-- SUPPLIED MATERIAL follows --

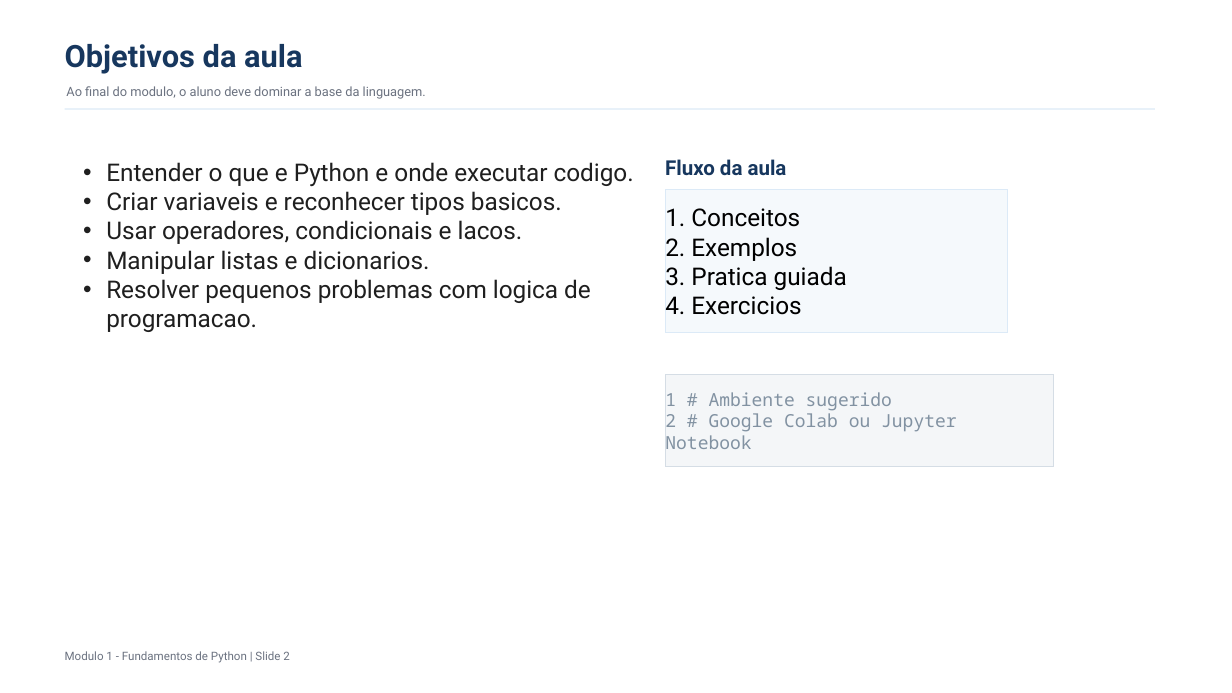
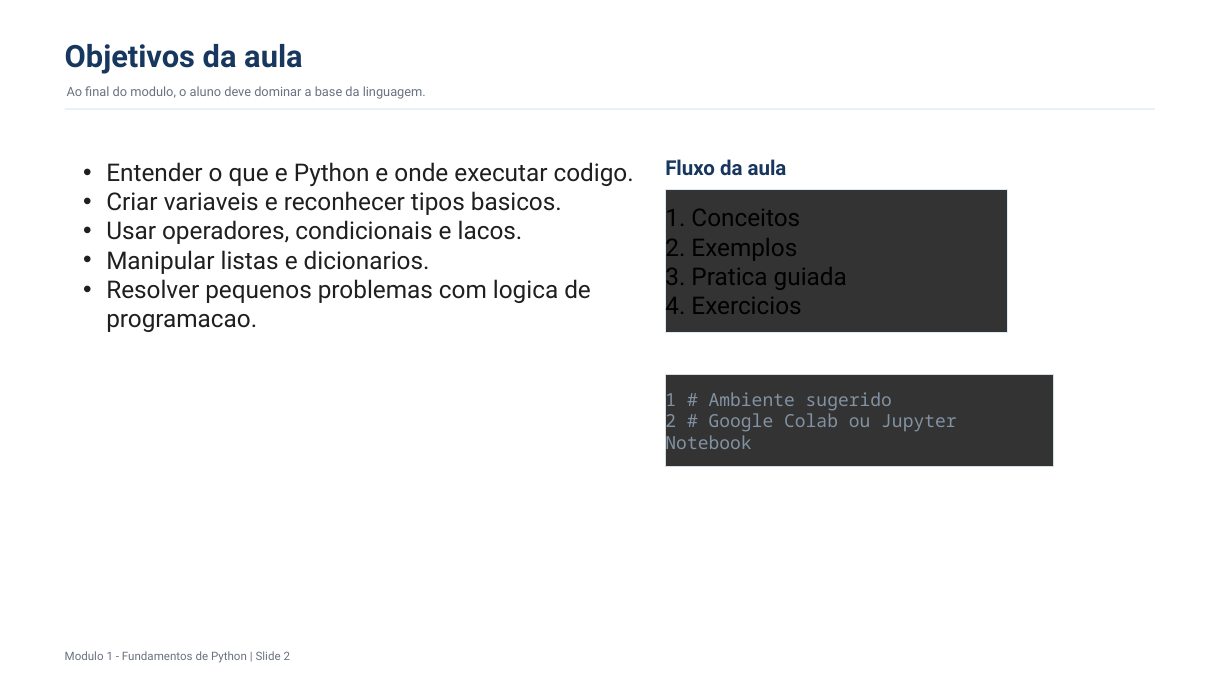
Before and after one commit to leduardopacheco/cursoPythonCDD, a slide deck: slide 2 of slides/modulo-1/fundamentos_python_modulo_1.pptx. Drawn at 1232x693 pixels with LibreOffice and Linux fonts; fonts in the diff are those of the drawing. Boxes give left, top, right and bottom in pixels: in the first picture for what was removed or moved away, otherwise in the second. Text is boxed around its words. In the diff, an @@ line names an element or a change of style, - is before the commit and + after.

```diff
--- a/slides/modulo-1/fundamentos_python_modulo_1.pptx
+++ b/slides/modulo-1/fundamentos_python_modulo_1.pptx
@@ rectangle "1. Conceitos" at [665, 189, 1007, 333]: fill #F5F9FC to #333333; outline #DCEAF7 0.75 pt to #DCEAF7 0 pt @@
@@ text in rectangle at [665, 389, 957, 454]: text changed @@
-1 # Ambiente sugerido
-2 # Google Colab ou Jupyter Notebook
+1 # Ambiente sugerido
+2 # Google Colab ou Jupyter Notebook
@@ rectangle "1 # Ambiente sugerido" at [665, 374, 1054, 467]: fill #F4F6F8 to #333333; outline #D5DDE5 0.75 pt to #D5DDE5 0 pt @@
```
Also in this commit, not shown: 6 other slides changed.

-- SUPPLIED MATERIAL concluded --

- WHAT NEEDS TO BE DONE
Repeat every line of the data above exactly, but drop the pictures.

- WORKED SOLUTION
Before and after one commit to leduardopacheco/cursoPythonCDD, a slide deck: slide 2 of slides/modulo-1/fundamentos_python_modulo_1.pptx. Drawn at 1232x693 pixels with LibreOffice and Linux fonts; fonts in the diff are those of the drawing. Boxes give left, top, right and bottom in pixels: in the first picture for what was removed or moved away, otherwise in the second. Text is boxed around its words. In the diff, an @@ line names an element or a change of style, - is before the commit and + after.

```diff
--- a/slides/modulo-1/fundamentos_python_modulo_1.pptx
+++ b/slides/modulo-1/fundamentos_python_modulo_1.pptx
@@ rectangle "1. Conceitos" at [665, 189, 1007, 333]: fill #F5F9FC to #333333; outline #DCEAF7 0.75 pt to #DCEAF7 0 pt @@
@@ text in rectangle at [665, 389, 957, 454]: text changed @@
-1 # Ambiente sugerido
-2 # Google Colab ou Jupyter Notebook
+1 # Ambiente sugerido
+2 # Google Colab ou Jupyter Notebook
@@ rectangle "1 # Ambiente sugerido" at [665, 374, 1054, 467]: fill #F4F6F8 to #333333; outline #D5DDE5 0.75 pt to #D5DDE5 0 pt @@
```
Also in this commit, not shown: 6 other slides changed.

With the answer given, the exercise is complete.